O daha çocukken gitmişler Şevketler İstanbul’a. O zamanlar adını bilir, kendini bilmezdi. Ne zaman ki köye otobüsüyle ilk geldi, o zaman bildi. Sonradan öğrenmişti kaynının kayınpederiyle birleşip, elde etekte ne varsa satıp bir otobüs aldığını. Köyden şehre, şehirden köye yolcu taşıyarak İstanbul’da tutunduklarını. Zamanla biraz para birikince arsa almışlardı ailecek. Güzel günler, hayaller o arsa alımıyla başlamıştı. Ta ki…

Bir düğüm de kayınpedere… Neden ölüverdin ki?!

Kaynıyla kocasına kalmıştı iş. Şevket palazlanıyor hafiften. Eve gelmemeler, ufak el kaldırmalar… Hâlâ iki göz gecekonduda. Kaynana her an tetikte iki laf sokuşturmak için. Sesi çıkmıyor. Çıkamıyor… Kızlar da var. Üç kız ardı ardına… Biraz ezik… Yavaş yavaş yürüyor inşaat bir yandan. Her birine bir daire. Her şey güzel olacak. Hele bir bitse…
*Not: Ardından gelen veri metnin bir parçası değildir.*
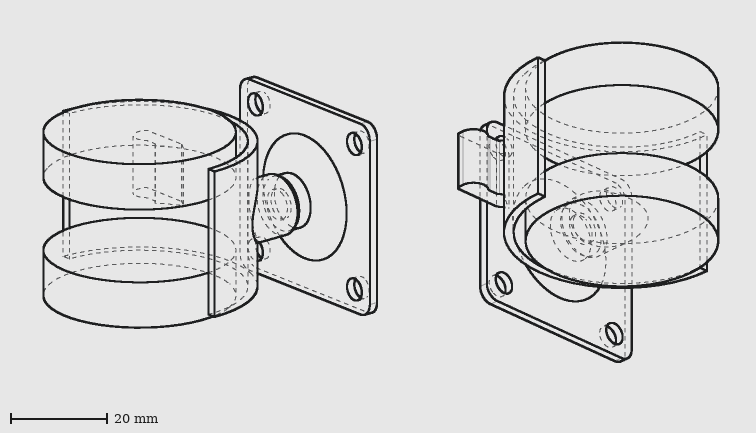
import cadquery as cq
import math


wheel_radius = 20.0
wheel_width = 10.0
wheel_gap = 16.0
dome_height = 0.9

fender_outer_radius = 24.5
fender_thickness = 2.0
fender_inner_radius = fender_outer_radius - fender_thickness
fender_height = 32.0
fender_end_y = -0.2

plate_size = 42.0
plate_thickness = 2.0
plate_back_y = 35.0
plate_corner_radius = 3.05
plate_hole_diameter = 4.7
plate_hole_spacing = 32.0

swivel_x = 14.0
cone_radius = 13.5
cone_height = 3.35
hub_radius = 5.9
hub_height = 3.1
neck_radius = 3.3
neck_height = 1.05
post_radius = 6.55
plate_front_y = plate_back_y - plate_thickness
cone_end_y = plate_front_y - cone_height
hub_end_y = cone_end_y - hub_height
post_face_y = hub_end_y - neck_height

lever_height = 12.6
lever_left_x = -25.6
lever_top_y = 23.0
lever_corner_radius = 0.9
lever_tip_radius = 3.05
lever_tip_center_y = 21.0
lever_underside_y = 18.9
lever_fillet_radius = 1.2
lever_top_bend_x = -13.9
lever_top_end = (-11.65, 21.6)
lever_underside_bend_x = -17.95
lever_underside_mid = (-17.6, 18.85)
lever_slope_start = (-17.3, 18.7)
lever_underside_end = (-16.45, 17.95)
lever_root = (-13.35, 18.8)


def make_wheel(side):
    """Solid wheel with a domed outer face; side is +1 (upper) or -1 (lower)."""
    inner_z = side * wheel_gap / 2
    rim_z = inner_z + side * wheel_width
    crown_z = rim_z + side * dome_height
    dome_radius = (wheel_radius**2 + dome_height**2) / (2 * dome_height)
    mid_radius = wheel_radius / 2
    mid_drop = dome_radius - math.sqrt(dome_radius**2 - mid_radius**2)
    return (
        cq.Workplane("XZ")
        .moveTo(0, inner_z)
        .lineTo(wheel_radius, inner_z)
        .lineTo(wheel_radius, rim_z)
        .threePointArc((mid_radius, crown_z - side * mid_drop), (0, crown_z))
        .close()
        .revolve(360, (0, 0, 0), (0, 1, 0))
    )


def make_lever():
    """Brake lever with a rounded tip blended into its flat underside."""
    tip_x = lever_left_x + lever_tip_radius
    tip_y = lever_tip_center_y
    blend_y = lever_underside_y - lever_fillet_radius
    center_distance = lever_tip_radius + lever_fillet_radius
    blend_x = tip_x + math.sqrt(center_distance**2 - (tip_y - blend_y) ** 2)
    share = lever_tip_radius / center_distance
    tangent_point = (tip_x + share * (blend_x - tip_x), tip_y + share * (blend_y - tip_y))
    tip_bottom = (tip_x, tip_y - lever_tip_radius)
    blend_angle = math.atan2(tip_y - blend_y, tip_x - blend_x)
    mid_angle = (blend_angle + math.pi / 2) / 2
    blend_mid = (
        blend_x + lever_fillet_radius * math.cos(mid_angle),
        blend_y + lever_fillet_radius * math.sin(mid_angle),
    )
    corner_x = lever_left_x + lever_corner_radius
    corner_y = lever_top_y - lever_corner_radius
    corner_mid_offset = lever_corner_radius * math.sqrt(0.5)
    return (
        cq.Workplane("XY", origin=(0, 0, -lever_height / 2))
        .moveTo(corner_x, lever_top_y)
        .lineTo(lever_top_bend_x, lever_top_y)
        .lineTo(*lever_top_end)
        .lineTo(*lever_root)
        .lineTo(*lever_underside_end)
        .lineTo(*lever_slope_start)
        .threePointArc(lever_underside_mid, (lever_underside_bend_x, lever_underside_y))
        .lineTo(blend_x, lever_underside_y)
        .threePointArc(blend_mid, tangent_point)
        .threePointArc(tip_bottom, (lever_left_x, tip_y))
        .lineTo(lever_left_x, corner_y)
        .threePointArc((corner_x - corner_mid_offset, corner_y + corner_mid_offset), (corner_x, lever_top_y))
        .close()
        .extrude(lever_height)
    )


def make_fender():
    """Half-round fender with the swivel post and brake lever on its outside."""
    shell = cq.Workplane("XY").circle(fender_outer_radius).extrude(fender_height / 2, both=True)
    keep_size = 2 * fender_outer_radius
    keep = cq.Workplane("XY").box(keep_size, keep_size, fender_height)
    shell = shell.intersect(keep.translate((0, fender_end_y + keep_size / 2, 0)))
    post = (
        cq.Workplane("XZ", origin=(swivel_x, post_face_y, 0))
        .circle(post_radius)
        .extrude(post_face_y)
    )
    wheel_space = cq.Workplane("XY").circle(fender_inner_radius).extrude(fender_height, both=True)
    return shell.union(post).union(make_lever()).cut(wheel_space)


def make_mounting_plate():
    """Square plate carrying the cone, hub and neck of the swivel."""
    plate = (
        cq.Workplane("XZ", origin=(swivel_x, plate_back_y, 0))
        .rect(plate_size, plate_size)
        .extrude(plate_thickness)
        .edges("|Y")
        .fillet(plate_corner_radius)
        .faces("<Y")
        .workplane(centerOption="CenterOfBoundBox")
        .rect(plate_hole_spacing, plate_hole_spacing, forConstruction=True)
        .vertices()
        .hole(plate_hole_diameter)
    )
    swivel = (
        cq.Workplane("XY", origin=(swivel_x, 0, 0))
        .moveTo(0, plate_front_y)
        .lineTo(cone_radius, plate_front_y)
        .lineTo(hub_radius, cone_end_y)
        .lineTo(hub_radius, hub_end_y)
        .lineTo(neck_radius, hub_end_y)
        .lineTo(neck_radius, post_face_y)
        .lineTo(0, post_face_y)
        .close()
        .revolve(360, (0, 0, 0), (0, 1, 0))
    )
    return plate.union(swivel)


wheels = [make_wheel(side).val() for side in (1, -1)]
fender = make_fender()
mounting_plate = make_mounting_plate()

result = cq.Compound.makeCompound([fender.val(), mounting_plate.val(), *wheels])

Bir düğüm de kaynına… Sen neden gittin gencecik?! 

Kaynı ölüverince trafik kazasında, iş tamamen Şevket’e kalıyor. Eve daha da az geliyor. Ara sıra… Her geliş bir kâbus! İçki sofrası, dayak… Para hiç yok. Kızlar büyüyor. Okul çağları birer birer. Boncuklu günler… Bluza boncuk işle, elbiseye payet dik. İnşaat bitiyor. Şükür! Dairenin içi yapılacak. Daha çok boncuk işle, daha çok payet dik. Gece gündüz işle, gece gündüz dik. Kızlar okusun, daire bitsin… Dairenin içi de bitiyor. Taşınacak, güzel günler başlayacak. Merdiven… Apartmanın merdiveninden itiyor yenge.  “Benim kocam yok başımda. Kiraya vereceğim. Kocan baksın sana” diye diye basıyor tekmeyi. Koca nerede? Koca yok…
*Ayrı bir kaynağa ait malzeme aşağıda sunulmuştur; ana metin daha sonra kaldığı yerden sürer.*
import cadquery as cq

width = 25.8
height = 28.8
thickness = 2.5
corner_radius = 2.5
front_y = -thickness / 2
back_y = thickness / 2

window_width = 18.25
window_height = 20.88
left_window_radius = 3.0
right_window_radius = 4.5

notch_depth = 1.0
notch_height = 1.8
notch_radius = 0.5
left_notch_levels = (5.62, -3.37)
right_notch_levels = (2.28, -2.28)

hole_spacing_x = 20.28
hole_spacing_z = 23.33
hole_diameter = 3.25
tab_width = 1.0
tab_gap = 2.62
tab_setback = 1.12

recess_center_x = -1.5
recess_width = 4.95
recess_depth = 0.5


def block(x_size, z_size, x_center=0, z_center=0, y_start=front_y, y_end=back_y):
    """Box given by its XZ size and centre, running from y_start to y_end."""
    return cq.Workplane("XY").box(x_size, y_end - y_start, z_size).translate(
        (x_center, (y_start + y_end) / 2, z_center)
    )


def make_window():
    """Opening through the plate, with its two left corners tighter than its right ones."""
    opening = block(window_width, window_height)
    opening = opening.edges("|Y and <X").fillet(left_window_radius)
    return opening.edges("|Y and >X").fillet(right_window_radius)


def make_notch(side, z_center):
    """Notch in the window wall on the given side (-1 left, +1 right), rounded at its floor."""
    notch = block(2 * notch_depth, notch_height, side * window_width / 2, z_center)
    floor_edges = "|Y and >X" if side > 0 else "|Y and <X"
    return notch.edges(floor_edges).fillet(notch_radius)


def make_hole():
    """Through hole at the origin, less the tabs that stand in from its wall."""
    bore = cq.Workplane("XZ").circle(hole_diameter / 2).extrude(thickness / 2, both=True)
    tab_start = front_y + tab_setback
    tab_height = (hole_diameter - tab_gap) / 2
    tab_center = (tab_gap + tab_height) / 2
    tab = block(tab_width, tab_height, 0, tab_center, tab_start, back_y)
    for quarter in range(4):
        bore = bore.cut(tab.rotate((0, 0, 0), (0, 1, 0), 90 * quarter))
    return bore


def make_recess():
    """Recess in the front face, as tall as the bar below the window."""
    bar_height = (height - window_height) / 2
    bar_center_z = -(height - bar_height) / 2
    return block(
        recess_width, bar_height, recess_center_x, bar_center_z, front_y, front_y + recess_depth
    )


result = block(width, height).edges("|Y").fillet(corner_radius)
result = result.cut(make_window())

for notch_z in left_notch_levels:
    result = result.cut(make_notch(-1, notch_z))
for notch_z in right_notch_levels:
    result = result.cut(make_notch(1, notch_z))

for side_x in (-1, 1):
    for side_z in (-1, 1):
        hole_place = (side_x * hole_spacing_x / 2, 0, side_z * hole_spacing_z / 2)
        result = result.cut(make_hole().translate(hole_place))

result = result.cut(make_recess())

Bir düğüm de yengeye… O tekme için!

Koca artık hiç yok! Dost tutmuş kendine. Haberi geliyor. Üç kızla gecekonduda didinmeye devam. Yalnız başına… Kaynana yeni apartmanda. Buna da şükür! Boncuk işle, payet dik.  Boncuk boncuk gözyaşları her gece… Kızın en büyüğü ortaokula gidecek. Para lazım. Haber gönderiyor kocaya. Koca geliyor. Dayak… Burnunu kırıyor. Şikâyet polise… Bir şey olmuyor. Şevket’e sadece uyarı! Takmadığı bir uyarı… Daha çok boncuk, daha çok payet… Kızı sokuyor ortaokula. Diğer ikisi ilkokulda henüz. Okutacak. Kararlı… Her yer boncuk, her yer payet…

Bir düğüm de Şevket’e… Hani bahçende tek bir gül kokuyordu!

Kız ortaokulu bitirirken bir esnaf istiyor oğluna. Veriyor… Mecburen! Parasızlıktan… Bir boğaz eksik.  Esnafın durumu iyi. Bari kız kurtulsun… Bir kâğıt geliyor eve. Okuması yok ki! Küçük kıza okutuyor. Boşaltın, yıkacağız yazıyormuş kâğıtta. Nereye gider, ne yapar? Buldozerlerin sesiyle sokakta… Damat iyi… Okmeydanı’nın arka sokaklarında iki göz ev tutuyor onlara. Kira yarı yarıya… Daha çok boncuk, daha çok payet…

İkinci kız da ortaokulu bitirdi, liseye gidecek. Nasıl olacak? Daha çok para… Boncuk, payet, biraz da el işi… Yetmiyor. Şevket’in haberleri geliyor. Ev tutmuşlar orospuyla. Kızlar sanki sırf onun… Bir oğlan doğuraydı! Haber gönderiyor. Büyük kız evlendi, diğeri liseye başlayacak. Para istemedi bu sefer. Sadece haber… Geliyor Şevket. Dayak… Yüzü, gözü mosmor… Şikâyet edesi yok bu defa. Etti de ne oldu? Damat olmaz diyor. Şikâyet et. Ceza alır kesin. Ediyor gene. Hapis cezası… İki ay… İyi… Aklı başına gelir. Gelir mi? Umut… Boncuk gözyaşlarının arasından otobüsten inişini hatırlıyor. İçi eziliyor. Üzülüyor. Heyecanlanıyor…

Bir düğüm de kadına… Kocama büyü yaptın orospu!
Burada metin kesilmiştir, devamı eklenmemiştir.